Kuan Yin received an MS degree in Computer Science and Technology from the School of Computer Science, Sichuan Normal University in 2020. Currently, he is pursuing a PhD degree in Computer Science and Technology at Chongqing University of Posts and Telecommunications. His research interests encompass pattern recognition and intelligent systems, object tracking and detection, real-time image processing, and embedded systems.

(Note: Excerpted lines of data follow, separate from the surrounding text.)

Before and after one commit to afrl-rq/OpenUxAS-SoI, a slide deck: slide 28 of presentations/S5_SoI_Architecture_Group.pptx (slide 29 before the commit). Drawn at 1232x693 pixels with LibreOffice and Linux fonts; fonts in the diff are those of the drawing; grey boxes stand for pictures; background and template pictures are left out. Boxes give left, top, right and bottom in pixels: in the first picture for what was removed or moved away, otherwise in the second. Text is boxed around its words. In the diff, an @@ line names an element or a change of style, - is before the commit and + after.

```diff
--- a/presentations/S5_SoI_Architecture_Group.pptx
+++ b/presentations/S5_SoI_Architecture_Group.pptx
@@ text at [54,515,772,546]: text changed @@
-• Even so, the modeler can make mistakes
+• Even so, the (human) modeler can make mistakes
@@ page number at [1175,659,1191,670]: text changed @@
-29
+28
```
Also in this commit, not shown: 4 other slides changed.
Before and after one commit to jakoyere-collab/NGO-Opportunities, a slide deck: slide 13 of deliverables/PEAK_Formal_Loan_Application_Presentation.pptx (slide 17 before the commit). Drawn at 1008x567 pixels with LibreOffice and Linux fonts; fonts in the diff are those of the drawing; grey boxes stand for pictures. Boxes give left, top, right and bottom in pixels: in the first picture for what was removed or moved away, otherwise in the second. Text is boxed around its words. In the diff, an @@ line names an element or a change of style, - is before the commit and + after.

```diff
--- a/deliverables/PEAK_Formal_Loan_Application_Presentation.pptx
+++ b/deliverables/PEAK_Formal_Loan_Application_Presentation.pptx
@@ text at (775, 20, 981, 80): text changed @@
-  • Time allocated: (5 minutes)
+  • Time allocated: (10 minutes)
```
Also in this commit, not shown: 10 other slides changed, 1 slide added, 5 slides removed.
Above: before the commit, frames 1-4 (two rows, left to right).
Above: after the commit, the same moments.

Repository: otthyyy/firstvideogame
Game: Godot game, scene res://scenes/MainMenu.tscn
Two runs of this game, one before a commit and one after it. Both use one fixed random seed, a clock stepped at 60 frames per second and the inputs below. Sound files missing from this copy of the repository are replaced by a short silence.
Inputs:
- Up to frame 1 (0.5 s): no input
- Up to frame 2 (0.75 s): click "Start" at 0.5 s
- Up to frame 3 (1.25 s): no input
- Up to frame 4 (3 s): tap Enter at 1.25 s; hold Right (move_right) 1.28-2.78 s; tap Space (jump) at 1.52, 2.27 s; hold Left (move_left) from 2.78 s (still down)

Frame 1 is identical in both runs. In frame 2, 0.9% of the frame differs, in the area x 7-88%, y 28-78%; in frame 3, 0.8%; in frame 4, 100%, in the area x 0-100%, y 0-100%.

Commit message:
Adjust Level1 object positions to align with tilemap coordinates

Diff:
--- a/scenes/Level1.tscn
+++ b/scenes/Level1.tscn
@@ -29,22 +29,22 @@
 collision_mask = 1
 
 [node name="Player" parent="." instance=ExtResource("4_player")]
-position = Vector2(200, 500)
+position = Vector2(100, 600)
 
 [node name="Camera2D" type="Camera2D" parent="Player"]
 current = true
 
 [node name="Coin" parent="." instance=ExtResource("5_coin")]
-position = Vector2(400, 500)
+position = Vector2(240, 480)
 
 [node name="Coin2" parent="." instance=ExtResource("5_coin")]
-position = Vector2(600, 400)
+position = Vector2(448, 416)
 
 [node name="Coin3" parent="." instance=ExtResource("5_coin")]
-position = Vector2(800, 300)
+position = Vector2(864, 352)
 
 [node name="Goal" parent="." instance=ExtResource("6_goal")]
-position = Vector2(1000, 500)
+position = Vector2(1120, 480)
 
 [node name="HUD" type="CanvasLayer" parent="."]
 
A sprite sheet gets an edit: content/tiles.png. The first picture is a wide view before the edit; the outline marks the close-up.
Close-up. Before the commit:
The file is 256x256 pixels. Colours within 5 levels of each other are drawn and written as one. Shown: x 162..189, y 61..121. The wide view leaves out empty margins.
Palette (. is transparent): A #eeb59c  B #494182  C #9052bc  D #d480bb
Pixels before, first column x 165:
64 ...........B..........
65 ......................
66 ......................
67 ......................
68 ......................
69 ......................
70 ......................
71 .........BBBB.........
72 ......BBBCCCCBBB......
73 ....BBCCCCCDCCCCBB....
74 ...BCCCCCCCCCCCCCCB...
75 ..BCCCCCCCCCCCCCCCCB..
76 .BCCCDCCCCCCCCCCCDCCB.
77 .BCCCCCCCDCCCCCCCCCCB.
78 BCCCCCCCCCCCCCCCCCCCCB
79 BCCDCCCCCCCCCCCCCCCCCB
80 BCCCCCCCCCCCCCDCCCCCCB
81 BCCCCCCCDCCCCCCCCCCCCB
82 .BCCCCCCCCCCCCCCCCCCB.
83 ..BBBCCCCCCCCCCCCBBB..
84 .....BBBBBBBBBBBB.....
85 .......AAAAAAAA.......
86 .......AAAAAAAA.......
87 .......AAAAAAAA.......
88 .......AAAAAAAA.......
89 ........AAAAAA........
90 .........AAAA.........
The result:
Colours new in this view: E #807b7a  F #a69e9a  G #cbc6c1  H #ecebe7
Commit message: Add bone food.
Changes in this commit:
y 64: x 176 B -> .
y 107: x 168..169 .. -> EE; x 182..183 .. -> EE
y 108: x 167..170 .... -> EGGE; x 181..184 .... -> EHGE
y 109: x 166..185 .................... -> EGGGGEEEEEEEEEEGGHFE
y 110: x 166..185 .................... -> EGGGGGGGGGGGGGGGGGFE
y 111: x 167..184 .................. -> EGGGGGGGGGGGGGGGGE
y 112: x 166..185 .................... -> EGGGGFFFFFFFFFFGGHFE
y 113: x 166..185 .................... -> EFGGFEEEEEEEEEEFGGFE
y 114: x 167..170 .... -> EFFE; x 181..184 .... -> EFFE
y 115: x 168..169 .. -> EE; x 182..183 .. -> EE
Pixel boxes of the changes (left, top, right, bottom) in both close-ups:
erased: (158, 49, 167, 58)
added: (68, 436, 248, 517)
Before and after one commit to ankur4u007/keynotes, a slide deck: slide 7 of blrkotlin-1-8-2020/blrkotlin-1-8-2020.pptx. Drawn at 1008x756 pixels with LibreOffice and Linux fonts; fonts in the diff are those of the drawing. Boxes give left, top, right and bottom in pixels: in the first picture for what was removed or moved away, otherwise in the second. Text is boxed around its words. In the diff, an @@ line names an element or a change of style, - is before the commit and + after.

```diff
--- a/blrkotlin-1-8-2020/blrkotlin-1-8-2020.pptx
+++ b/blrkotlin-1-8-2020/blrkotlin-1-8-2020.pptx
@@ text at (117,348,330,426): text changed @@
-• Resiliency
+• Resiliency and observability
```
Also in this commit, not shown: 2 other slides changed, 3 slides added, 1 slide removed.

Yongsheng Wu is a student at Chongqing College of Electronic and Engineering, China. His research interests include computer vision, and deep learning.
Yunbing Hu received an MS degree from Chongqing University in 2007. He is currently pursuing a PhD degree with Xiamen University in an Australia-China Joint Cultivation Program. He has experience working for higher education institutes. His research interests are indoor navigation and multi-source positioning, and navigation.